● **ABOUT THIS EXERCISE**: Exactly the lines from the beginning of the records to the line with "outline.extend(edge)", both ends included, are to be given again, and pictures are to be left out.

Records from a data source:
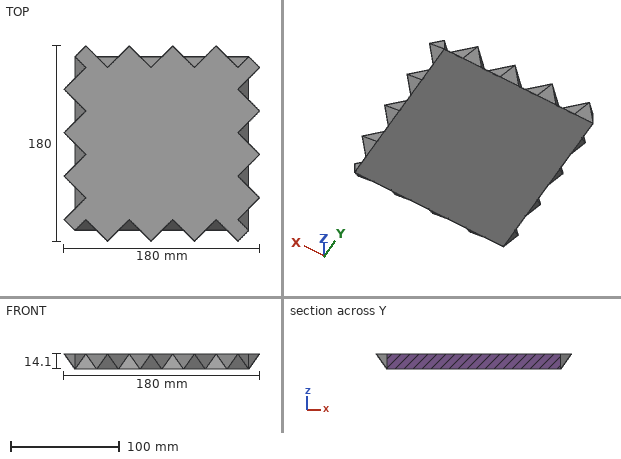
import cadquery as cq
import math

overall_width = 180.0
cells_per_side = 8

cell = overall_width / (cells_per_side + 1)
half_cell = cell / 2
base_width = cells_per_side * cell
half_base = base_width / 2
height = cell / math.sqrt(2)
lean_angle = math.degrees(math.atan2(half_cell, height))


def make_core():
    """Frustum that narrows upward from the base; its sides are the inward-leaning faces."""
    return cq.Workplane("XY").rect(base_width, base_width).extrude(height, taper=lean_angle)


def make_flared_block():
    """Frustum that widens upward from the base; its sides are the outward-leaning faces."""
    top_plane = cq.Workplane("XY", origin=(0, 0, height))
    return top_plane.rect(overall_width, overall_width).extrude(-height, taper=lean_angle)


def left_edge_points():
    """Zigzag of the top along the -X edge, from the -Y corner of the base towards +Y."""
    points = [(-half_base, -half_base)]
    for index in range(cells_per_side):
        leans_outward = index % 2 == 0
        offset = -half_cell if leans_outward else half_cell
        points.append((-half_base + offset, -half_base + (index + 0.5) * cell))
    return points


def quarter_turn(points):
    """Points turned 90 degrees clockwise about the centre."""
    return [(y, -x) for x, y in points]


def make_zigzag_prism():
    """Upright prism on the zigzag outline; its sides are the vertical faces between the cells."""
    edge = left_edge_points()
    outline = []
    for _ in range(4):
        outline.extend(edge)
        edge = quarter_turn(edge)
    return cq.Workplane("XY").polyline(outline).close().extrude(height)


result = make_zigzag_prism().intersect(make_flared_block()).union(make_core()).clean()

● **EXERCISE RESULT**:
import cadquery as cq
import math

overall_width = 180.0
cells_per_side = 8

cell = overall_width / (cells_per_side + 1)
half_cell = cell / 2
base_width = cells_per_side * cell
half_base = base_width / 2
height = cell / math.sqrt(2)
lean_angle = math.degrees(math.atan2(half_cell, height))


def make_core():
    """Frustum that narrows upward from the base; its sides are the inward-leaning faces."""
    return cq.Workplane("XY").rect(base_width, base_width).extrude(height, taper=lean_angle)


def make_flared_block():
    """Frustum that widens upward from the base; its sides are the outward-leaning faces."""
    top_plane = cq.Workplane("XY", origin=(0, 0, height))
    return top_plane.rect(overall_width, overall_width).extrude(-height, taper=lean_angle)


def left_edge_points():
    """Zigzag of the top along the -X edge, from the -Y corner of the base towards +Y."""
    points = [(-half_base, -half_base)]
    for index in range(cells_per_side):
        leans_outward = index % 2 == 0
        offset = -half_cell if leans_outward else half_cell
        points.append((-half_base + offset, -half_base + (index + 0.5) * cell))
    return points


def quarter_turn(points):
    """Points turned 90 degrees clockwise about the centre."""
    return [(y, -x) for x, y in points]


def make_zigzag_prism():
    """Upright prism on the zigzag outline; its sides are the vertical faces between the cells."""
    edge = left_edge_points()
    outline = []
    for _ in range(4):
        outline.extend(edge)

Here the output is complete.